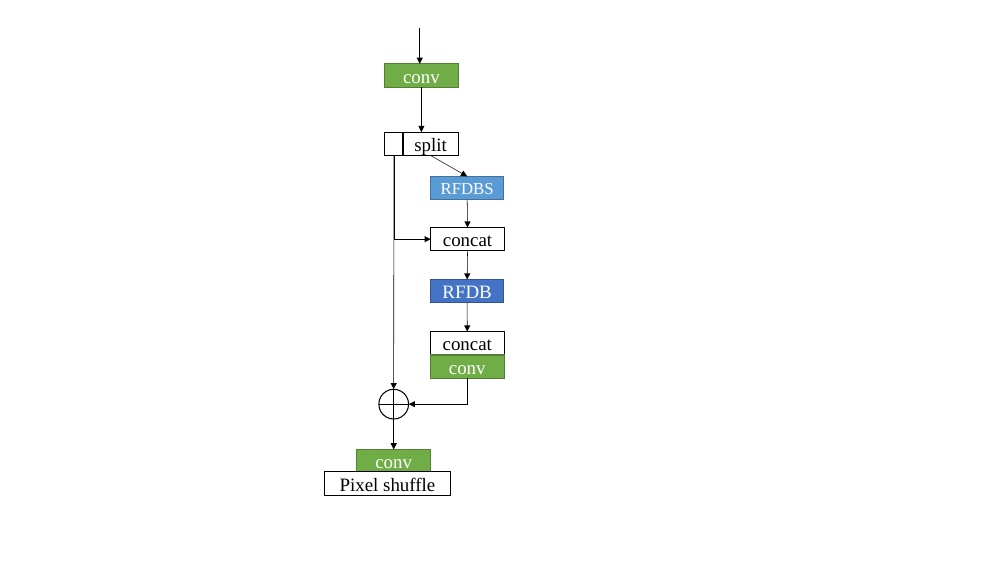
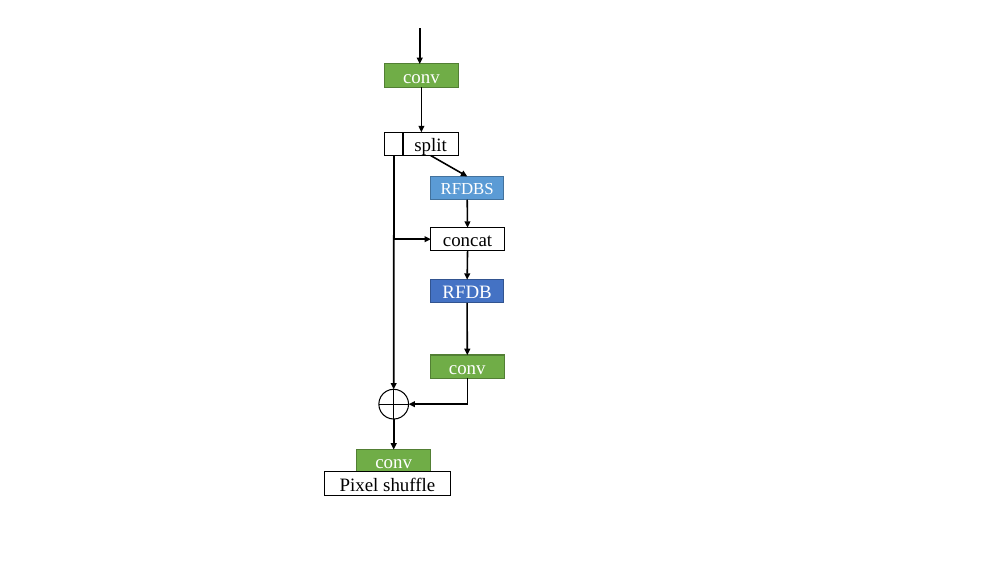
Before and after one commit to yindaheng98/NTIRE2023-Paper, a slide deck: slide 4 of pictures.pptx. Drawn at 1008x567 pixels with LibreOffice and Linux fonts; fonts in the diff are those of the drawing. Boxes give left, top, right and bottom in pixels: in the first picture for what was removed or moved away, otherwise in the second. Text is boxed around its words. In the diff, an @@ line names an element or a change of style, - is before the commit and + after.

```diff
--- a/pictures.pptx
+++ b/pictures.pptx
@@ arrow (394, 156) - (394, 389): stroke #000000 0.5 pt to #000000 1.5 pt @@
@@ arrow (431, 156) - (467, 176): stroke #000000 0.5 pt to #000000 1.5 pt @@
@@ arrow (467, 200) - (467, 228): stroke #000000 0.5 pt to #000000 1.5 pt @@
@@ arrow (467, 251) - (467, 280): stroke #000000 0.5 pt to #000000 1.5 pt @@
@@ arrow moved from (467, 303) - (467, 332) to (467, 303) - (467, 355) @@
@@ arrow (467, 303) - (467, 355): stroke #000000 0.5 pt to #000000 1.5 pt @@
@@ rectangle removed at (430,332,504,355) @@
-concat
```
Also in this commit, not shown: 3 other slides changed, 9 other files.
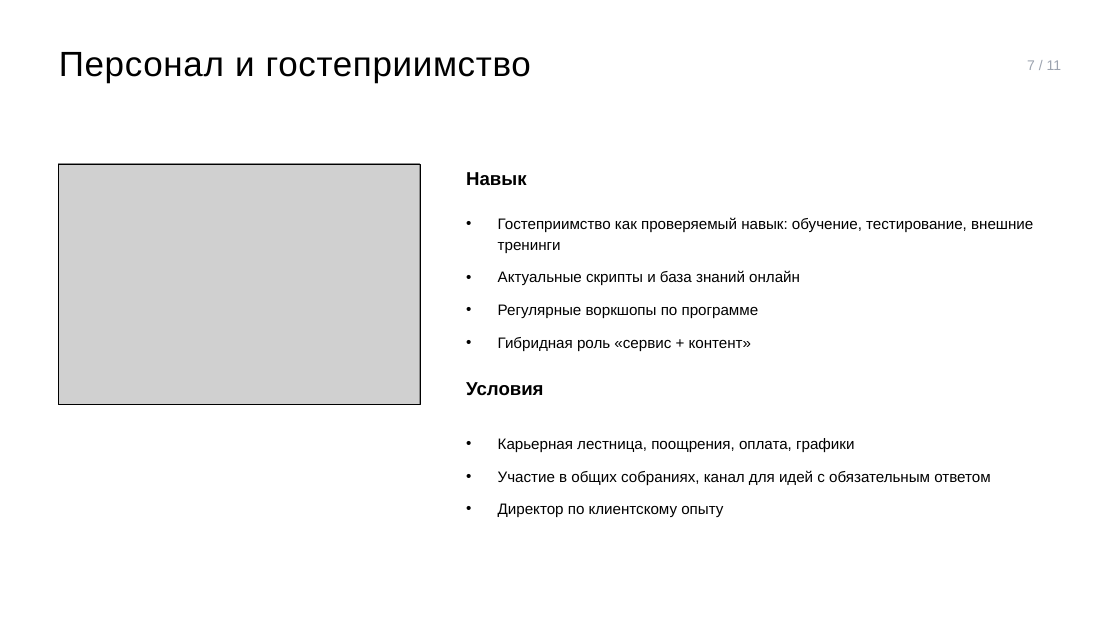
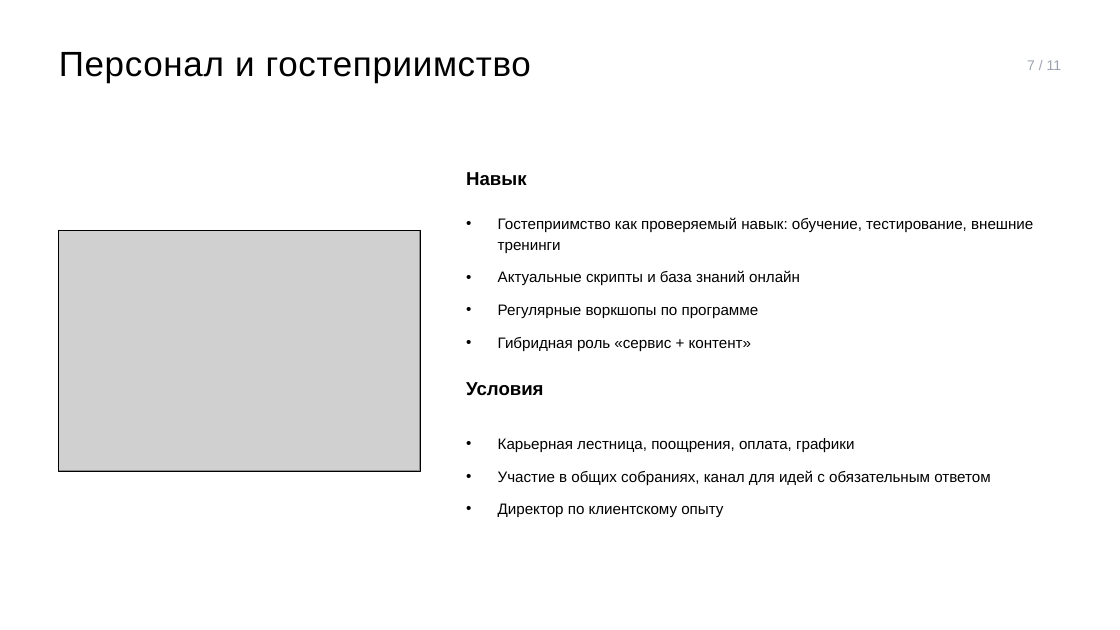
Before and after one commit to skrasin/ges-2, a slide deck: slide 7 of docs/strategy/ges2-service-cx-proposal.pptx. Drawn at 1120x630 pixels with LibreOffice and Linux fonts; fonts in the diff are those of the drawing; grey boxes stand for pictures. Boxes give left, top, right and bottom in pixels: in the first picture for what was removed or moved away, otherwise in the second. Text is boxed around its words. In the diff, an @@ line names an element or a change of style, - is before the commit and + after.

```diff
--- a/docs/strategy/ges2-service-cx-proposal.pptx
+++ b/docs/strategy/ges2-service-cx-proposal.pptx
@@ picture moved from (x1=59, y1=164, x2=420, y2=405) to (x1=59, y1=230, x2=420, y2=471) @@
@@ rectangle moved from (x1=59, y1=164, x2=420, y2=405) to (x1=59, y1=230, x2=420, y2=471) @@
```
Also in this commit, not shown: 1 other slide changed, 3 other files.
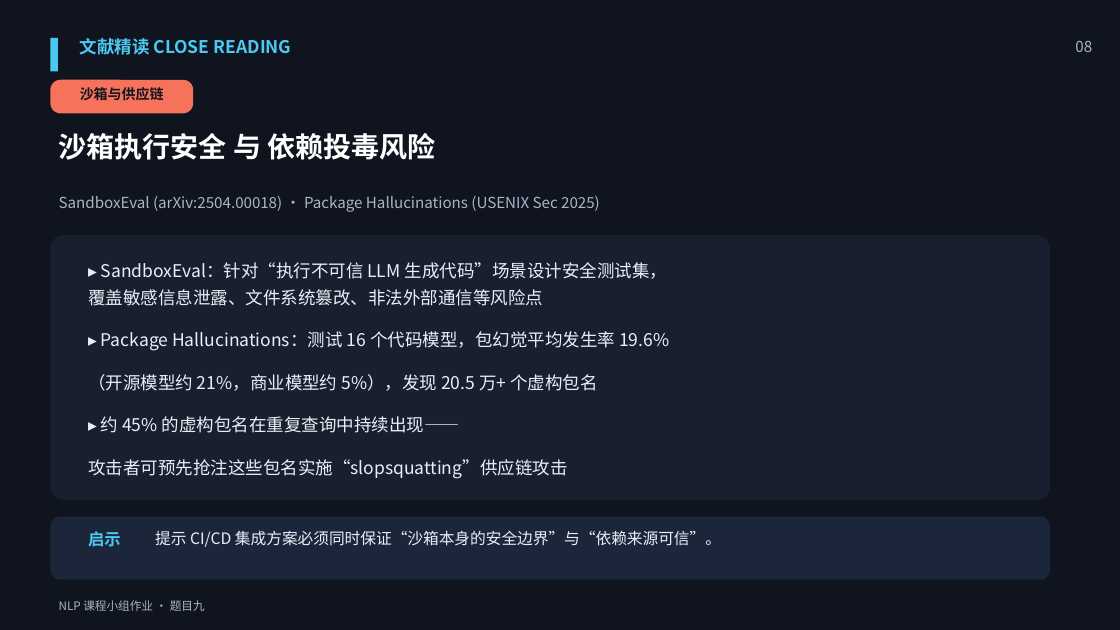
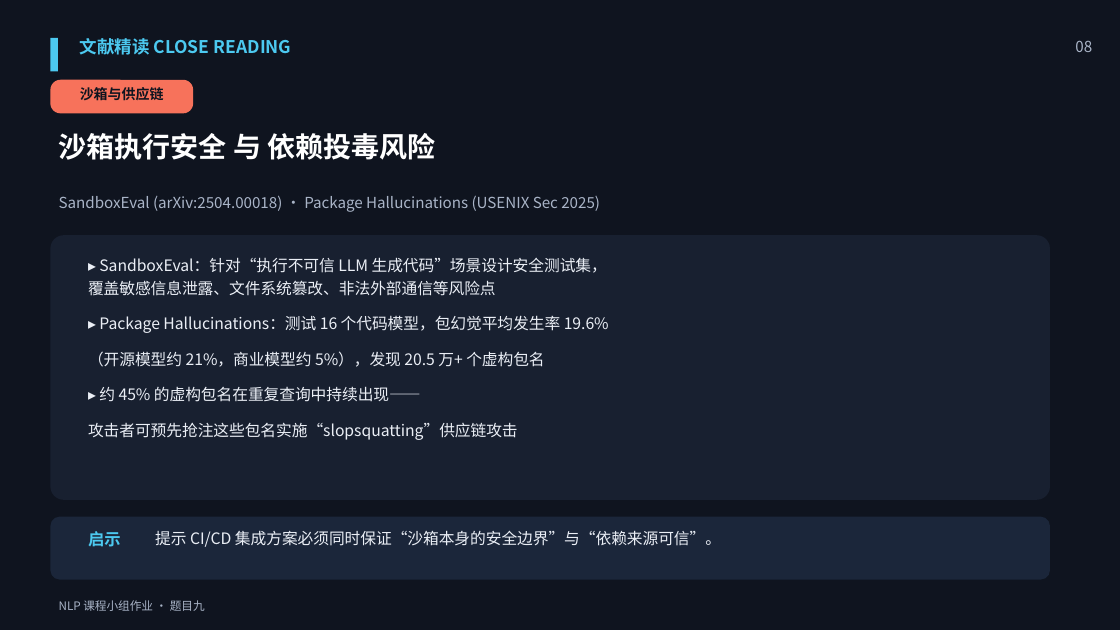
Before and after one commit to Nictheboy/college-nlp-lab, a slide deck: slide 9 of slides/topic9_literature_review.pptx. Drawn at 1120x630 pixels with LibreOffice and Linux fonts; fonts in the diff are those of the drawing. Boxes give left, top, right and bottom in pixels: in the first picture for what was removed or moved away, otherwise in the second. Text is boxed around its words. In the diff, an @@ line names an element or a change of style, - is before the commit and + after.

```diff
--- a/slides/topic9_literature_review.pptx
+++ b/slides/topic9_literature_review.pptx
@@ text "▸ SandboxEval：针对“执行不可信 LLM 生成代码”场景设计安全测试集， 覆盖敏感信息泄露、文件系统篡改、非 ..." at [88, 257, 609, 440]: size 15 to 13.5 pt; line spacing 1.25 to 1.2; less space between paragraphs @@
```
Also in this commit, not shown: 10 other slides changed, 20 other files.
⁂
### [WHAT THE EXERCISE ASKS]
Every record above should reappear exactly, with the pictures gone.

### [COMPLETED TASK]
Before and after one commit to yindaheng98/NTIRE2023-Paper, a slide deck: slide 4 of pictures.pptx. Drawn at 1008x567 pixels with LibreOffice and Linux fonts; fonts in the diff are those of the drawing. Boxes give left, top, right and bottom in pixels: in the first picture for what was removed or moved away, otherwise in the second. Text is boxed around its words. In the diff, an @@ line names an element or a change of style, - is before the commit and + after.

```diff
--- a/pictures.pptx
+++ b/pictures.pptx
@@ arrow (394, 156) - (394, 389): stroke #000000 0.5 pt to #000000 1.5 pt @@
@@ arrow (431, 156) - (467, 176): stroke #000000 0.5 pt to #000000 1.5 pt @@
@@ arrow (467, 200) - (467, 228): stroke #000000 0.5 pt to #000000 1.5 pt @@
@@ arrow (467, 251) - (467, 280): stroke #000000 0.5 pt to #000000 1.5 pt @@
@@ arrow moved from (467, 303) - (467, 332) to (467, 303) - (467, 355) @@
@@ arrow (467, 303) - (467, 355): stroke #000000 0.5 pt to #000000 1.5 pt @@
@@ rectangle removed at (430,332,504,355) @@
-concat
```
Also in this commit, not shown: 3 other slides changed, 9 other files.
Before and after one commit to skrasin/ges-2, a slide deck: slide 7 of docs/strategy/ges2-service-cx-proposal.pptx. Drawn at 1120x630 pixels with LibreOffice and Linux fonts; fonts in the diff are those of the drawing; grey boxes stand for pictures. Boxes give left, top, right and bottom in pixels: in the first picture for what was removed or moved away, otherwise in the second. Text is boxed around its words. In the diff, an @@ line names an element or a change of style, - is before the commit and + after.

```diff
--- a/docs/strategy/ges2-service-cx-proposal.pptx
+++ b/docs/strategy/ges2-service-cx-proposal.pptx
@@ picture moved from (x1=59, y1=164, x2=420, y2=405) to (x1=59, y1=230, x2=420, y2=471) @@
@@ rectangle moved from (x1=59, y1=164, x2=420, y2=405) to (x1=59, y1=230, x2=420, y2=471) @@
```
Also in this commit, not shown: 1 other slide changed, 3 other files.
Before and after one commit to Nictheboy/college-nlp-lab, a slide deck: slide 9 of slides/topic9_literature_review.pptx. Drawn at 1120x630 pixels with LibreOffice and Linux fonts; fonts in the diff are those of the drawing. Boxes give left, top, right and bottom in pixels: in the first picture for what was removed or moved away, otherwise in the second. Text is boxed around its words. In the diff, an @@ line names an element or a change of style, - is before the commit and + after.

```diff
--- a/slides/topic9_literature_review.pptx
+++ b/slides/topic9_literature_review.pptx
@@ text "▸ SandboxEval：针对“执行不可信 LLM 生成代码”场景设计安全测试集， 覆盖敏感信息泄露、文件系统篡改、非 ..." at [88, 257, 609, 440]: size 15 to 13.5 pt; line spacing 1.25 to 1.2; less space between paragraphs @@
```
Also in this commit, not shown: 10 other slides changed, 20 other files.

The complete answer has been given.